Trump is talking the Second Amendment. He’s following the same pattern as the last two debates, in that he’s started off very quiet and very slow. This should last about 15 minutes.


Clinton’s talking “reasonable regulation” of gun ownership, the 33,000 deaths a year down to guns and the number of toddlers who hurt themselves or others with guns every year. Trump’s not in agreement. I’VE NEVER FELT MORE BRITISH.


Trump’s been asked about the overturning of Roe v Wade (that’s the Supreme Court judgement upholding a woman’s right to an abortion). He’s not answered it really. Clinton’s talking about the funding of Planned Parenthood and gone back to his statement about “punishing” women who have an abortion.

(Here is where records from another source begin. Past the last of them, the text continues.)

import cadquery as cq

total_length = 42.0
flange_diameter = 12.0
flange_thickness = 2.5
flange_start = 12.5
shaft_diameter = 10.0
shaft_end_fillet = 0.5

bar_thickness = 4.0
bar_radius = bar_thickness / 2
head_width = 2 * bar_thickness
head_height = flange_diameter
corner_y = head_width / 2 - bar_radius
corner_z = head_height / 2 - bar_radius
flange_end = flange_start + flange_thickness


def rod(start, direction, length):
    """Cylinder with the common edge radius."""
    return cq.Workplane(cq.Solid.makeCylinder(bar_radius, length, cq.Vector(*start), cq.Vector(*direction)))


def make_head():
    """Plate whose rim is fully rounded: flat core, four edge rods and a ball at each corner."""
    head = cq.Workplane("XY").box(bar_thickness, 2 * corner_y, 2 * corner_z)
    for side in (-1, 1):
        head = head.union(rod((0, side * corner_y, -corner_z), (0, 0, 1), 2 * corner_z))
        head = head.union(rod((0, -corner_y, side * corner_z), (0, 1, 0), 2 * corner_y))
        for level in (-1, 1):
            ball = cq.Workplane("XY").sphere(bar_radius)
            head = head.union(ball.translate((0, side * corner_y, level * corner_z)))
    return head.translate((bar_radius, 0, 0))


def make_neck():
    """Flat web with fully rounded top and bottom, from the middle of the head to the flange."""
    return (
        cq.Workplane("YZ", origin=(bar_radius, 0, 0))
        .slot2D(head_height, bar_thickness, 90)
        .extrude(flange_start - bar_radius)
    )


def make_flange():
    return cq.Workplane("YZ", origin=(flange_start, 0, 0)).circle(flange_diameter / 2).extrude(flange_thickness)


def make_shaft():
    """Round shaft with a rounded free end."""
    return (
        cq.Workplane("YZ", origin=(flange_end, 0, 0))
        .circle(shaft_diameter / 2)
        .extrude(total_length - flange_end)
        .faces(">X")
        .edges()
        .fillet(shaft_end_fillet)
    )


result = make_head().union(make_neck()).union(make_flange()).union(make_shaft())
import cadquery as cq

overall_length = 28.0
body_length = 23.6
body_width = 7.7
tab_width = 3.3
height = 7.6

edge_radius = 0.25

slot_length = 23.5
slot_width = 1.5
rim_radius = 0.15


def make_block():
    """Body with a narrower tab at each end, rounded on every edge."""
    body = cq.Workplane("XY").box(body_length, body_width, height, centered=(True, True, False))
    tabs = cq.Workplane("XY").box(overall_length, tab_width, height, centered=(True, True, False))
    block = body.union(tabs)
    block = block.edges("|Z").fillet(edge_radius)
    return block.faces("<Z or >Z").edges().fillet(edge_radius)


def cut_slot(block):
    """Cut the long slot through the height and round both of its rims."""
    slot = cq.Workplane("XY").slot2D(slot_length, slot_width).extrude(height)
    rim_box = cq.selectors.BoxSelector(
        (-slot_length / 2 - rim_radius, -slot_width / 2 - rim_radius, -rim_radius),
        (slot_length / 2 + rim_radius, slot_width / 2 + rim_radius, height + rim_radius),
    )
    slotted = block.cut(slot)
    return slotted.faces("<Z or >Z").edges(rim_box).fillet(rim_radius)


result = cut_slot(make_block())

Because no one respects women like Donald J Trump.


Clinton: “I don’t think the Government should step in and make the most personal decision for a mother.”


Trump’s talking “ripping a baby from the womb”. She’s angry about that. It’s the first time I’ve seen her riled in all three debates and she’s chosen the right subject. If you ask me.


Trump’s talking about strong borders. And heroin. And the wall. And he’s sniffing again. JOY!


Clinton says Trump “choked” when he spoke to the president of Mexico. He also says Clinton wants the wall. Wallace wants her to respond to that. Trump has his first moderator whinge. To be fair to Wallace, he’s been pretty cracking already.


Trump’s claiming that Obama has deported millions of people and no one knows about it. Then how does he know?


Clinton’s being asked about a Wikileaks leak. She wants Trump to condemn the Russians. Jeez, she’ll be wanting him to take his I ❤️ PUTIN poster down from his bedroom wall next. The audience has been reprimanded for making a noise.

I’m not sure if this is because I’m poorly but Trump and Clinton seem to have swapped tactics this evening. If this doesn’t change soon, I’m going to call an ambulance, just to be safe.


Hahaha. Just as I typed that she called him Putin’s puppet and he said, “You’re the puppet.” Yeah, Hillary, and your mum.


Ooh, bit of shouting. From everyone. Wallace has asked about Putin. Trump says Putin’s outsmarted Clinton. Man he loves Putin. He’s big on the hyperbole tonight. Sorry, he’s the most hyperbolic that anyone has ever been ever in the history of American politics ever.


He’s back on Japan. Poor Japan. I can’t help but feel this is part of the old-school 1940s racism he so enjoys revelling in. And boom, he’s just called Clinton a liar.


He’s criticising Clinton for being nice to America’s allies. What a bitch.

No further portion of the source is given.